8-197 何事もホドホドに
「何だ、なぜ。」
マツがブツブツ言いながら、熊のようにウロウロ。
「ひもじいよぉ。」
光江の子が、ポツリ。
「ア゛、何だって。」
睨みつけられ、ガタガタ。
「売りモンにならねぇクセに!」
蹴り飛ばされ、呻りながら小さくなる。
「サッサと死ね。」
マツは水門頭。思うように集まらず、光江の生き残りを売り払った。残ったのは親無しと、死に損ないダケ。
あれだけ攫ったのに、あれだけチョロマカしたのにナゼ残らない。横取り、横流しもバレた。全て差し押さえられ、戻らない。
「死んだってのは、真か。」
ヤツらのコトだ、取っ捕まってもトットと逃げる。そう思っていたのに、誰も戻らない。
「浅木か。」
人を集めても、浅木に勝てるとは思えない。
「耶万を焚き付けて、向かわせるか。」
新しい王はスイ、気弱な男さ。チョイと突けばコロリと寝返る。使い捨てるには、持って来いの男さ。
隠れ家が見つかり、追い詰められて火を掛ける。敵が怯んだ隙に飛び出し、ひたすら逃げた。逃げて逃げて、やっと辿り着いた光江はボロボロ。

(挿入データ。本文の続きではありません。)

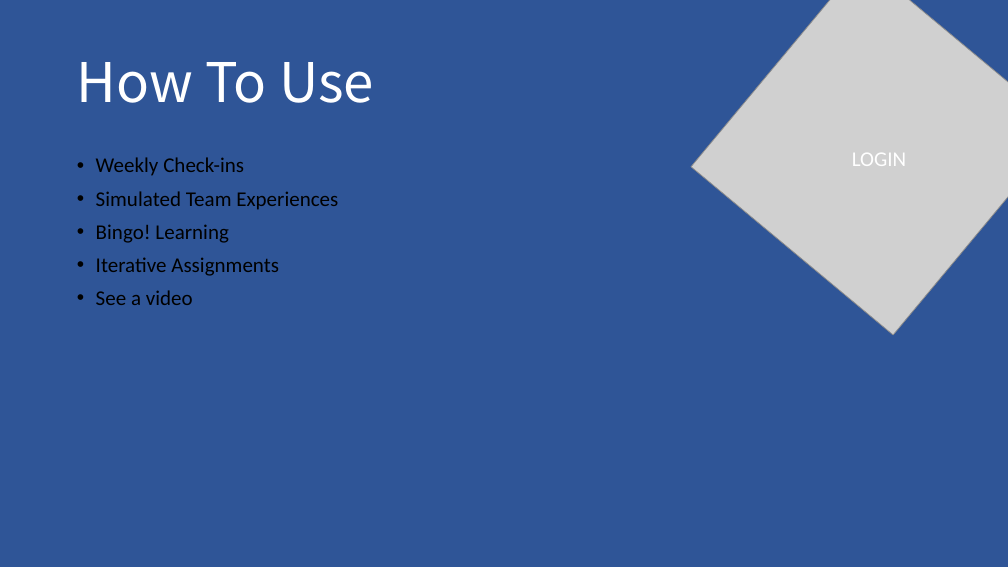
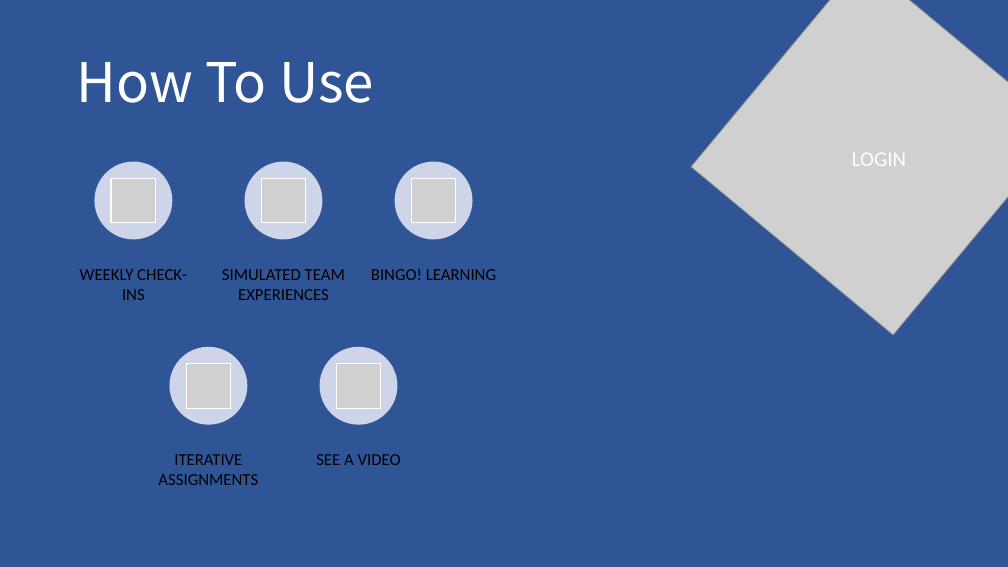
Before and after one commit to mgmodell/CoLab, a slide deck: slide 9 of doc/intro_screen/colabppt.pptx (slide 8 before the commit). Drawn at 1008x567 pixels with LibreOffice and Linux fonts; fonts in the diff are those of the drawing; grey boxes stand for pictures. Boxes give left, top, right and bottom in pixels: in the first picture for what was removed or moved away, otherwise in the second. Text is boxed around its words. In the diff, an @@ line names an element or a change of style, - is before the commit and + after.

```diff
--- a/doc/intro_screen/colabppt.pptx
+++ b/doc/intro_screen/colabppt.pptx
@@ text removed at (x1=96, y1=157, x2=338, y2=305) @@
-• Weekly Check-ins
-• Simulated Team Experiences
-• Bingo! Learning
-• Iterative Assignments
-• See a video
@@ group added at (x1=80, y1=162, x2=496, y2=485): 5 ellipses, 5 pictures, 5 texts @@
+WEEKLY CHECK-INS
+SIMULATED TEAM EXPERIENCES
+BINGO! LEARNING
+ITERATIVE ASSIGNMENTS
+SEE A VIDEO
```
Also in this commit, not shown: 5 other slides changed, 1 other file.
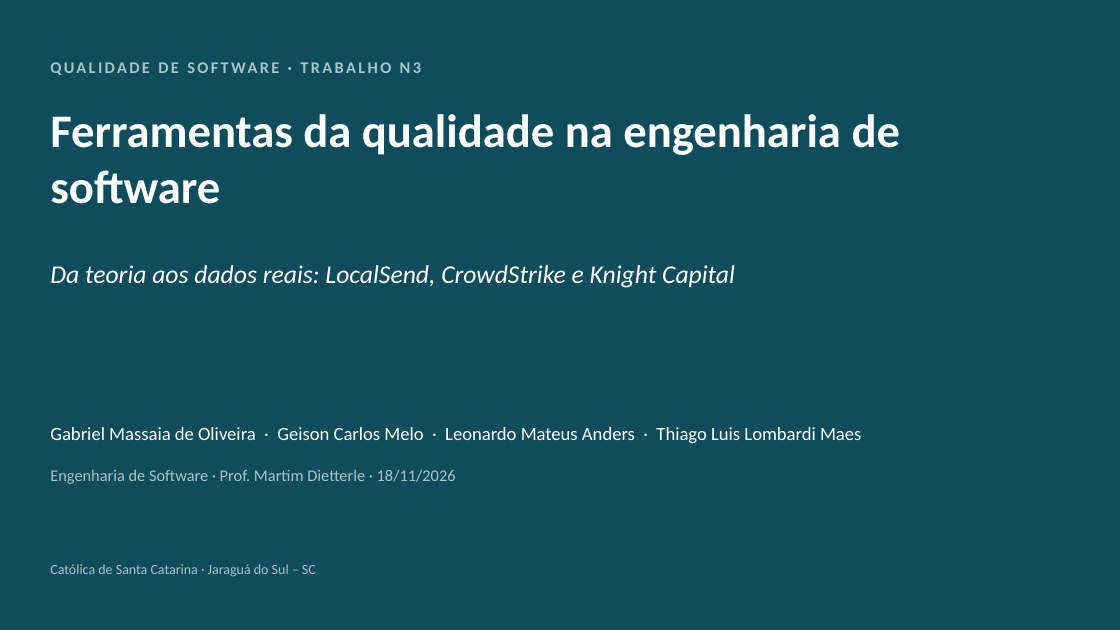
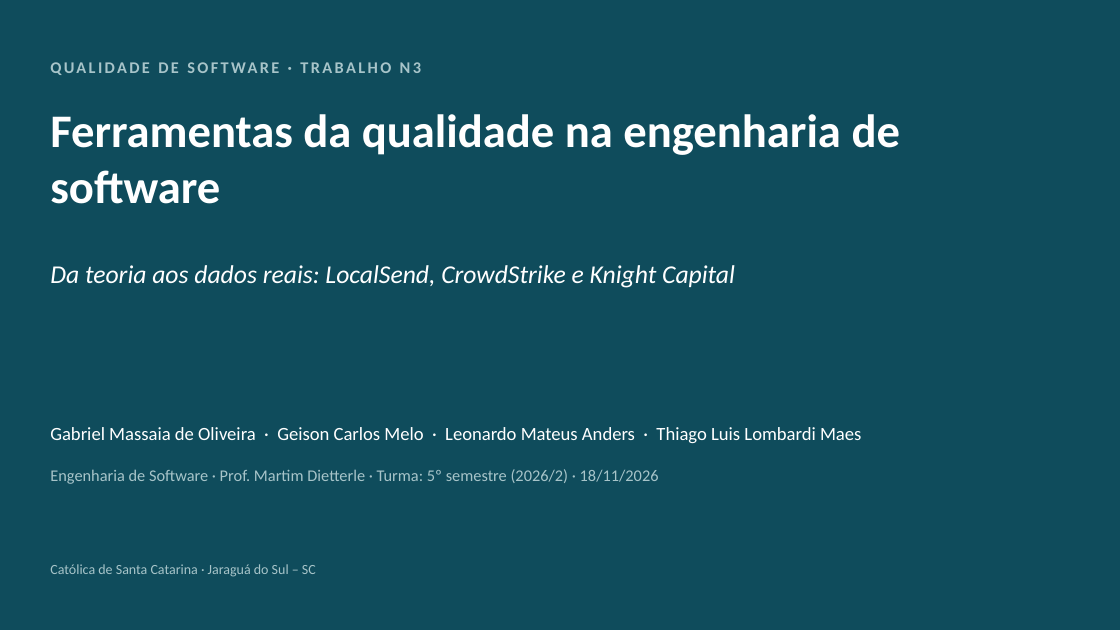
Before and after one commit to geison-melo/software-engineering, a slide deck: slide 1 of 5-semestre/qualidade-de-software/Trabalho N3/Apresentação N3 - Ferramentas da Qualidade.pptx. Drawn at 1120x630 pixels with LibreOffice and Linux fonts; fonts in the diff are those of the drawing. Boxes give left, top, right and bottom in pixels: in the first picture for what was removed or moved away, otherwise in the second. Text is boxed around its words. In the diff, an @@ line names an element or a change of style, - is before the commit and + after.

Commit message:
docs: inclui a turma na capa do relatório e no slide de abertura

```diff
--- a/5-semestre/qualidade-de-software/Trabalho N3/Apresentação N3 - Ferramentas da Qualidade.pptx
+++ b/5-semestre/qualidade-de-software/Trabalho N3/Apresentação N3 - Ferramentas da Qualidade.pptx
@@ text at box(50, 469, 659, 484): text changed @@
-Engenharia de Software · Prof. Martim Dietterle · 18/11/2026
+Engenharia de Software · Prof. Martim Dietterle · Turma: 5º semestre (2026/2) · 18/11/2026
```
Also in this commit, not shown: 4 other files.

悦のシュウ、采のユリ、大野のカズ、安のミエ。頼みの綱は誰一人、戻らない。見込みがあるのは大野のガガだが、どこで何をしているのか。
「アァァ! 何も変わらない。」
同じコトばかり考えてるじゃナイか。シッカリしろ、オレ。
耶万は食べ物の受け取りを、光江から加津に変えた。
そうだ、加津なら海から行ける。腰麻にも大石にも、バケモノが居た。加津には居ない。
居たら万十や氛冶の大臣が、加津なんてチッポケな国に。耶万にアッサリ敗れた、加津の生き残りナンカに任せるモンか。だから居ない、居るワケが無い。
「風が吹いてきたゼ、オレサマによぉ。」
グフフ。
「フン、フフンッ。」
イイが楽しそうに、機を織っている。
手織機の扱いを婆さまから習い、気に入ったイイに強請られたのだ。『お家にコレ、作って』と。
父親という生き物は、どうにも娘に弱い。可愛く『お願い』されればイチコロ。器用にパパッと、竪機を作り上げた。
機を織るイイの側で、ミカが縄を綯う。
筵打ちは暫く、お休み。ミカが編む筵は強く、使い易い。そうそう草臥れナイので、少し有れば良い。
ミカが綯った縄も強い。釣りに狩り、暮らしにも欠かせない品だ。用いドコロが広いので、多いと助かる。
「ん。」
何だ、この感じ。イヌ、いや犲の群れ。なぜ山を出た。吹出山ってトコか。真っ直ぐコッチへ向かっている。
「イイ、少し出てくる。」
・・・・・・シュン。
「直ぐに戻るよ。」
優しく撫でられ、ニッコリ。
「はい、お家に居ます。行ってらっしゃい。」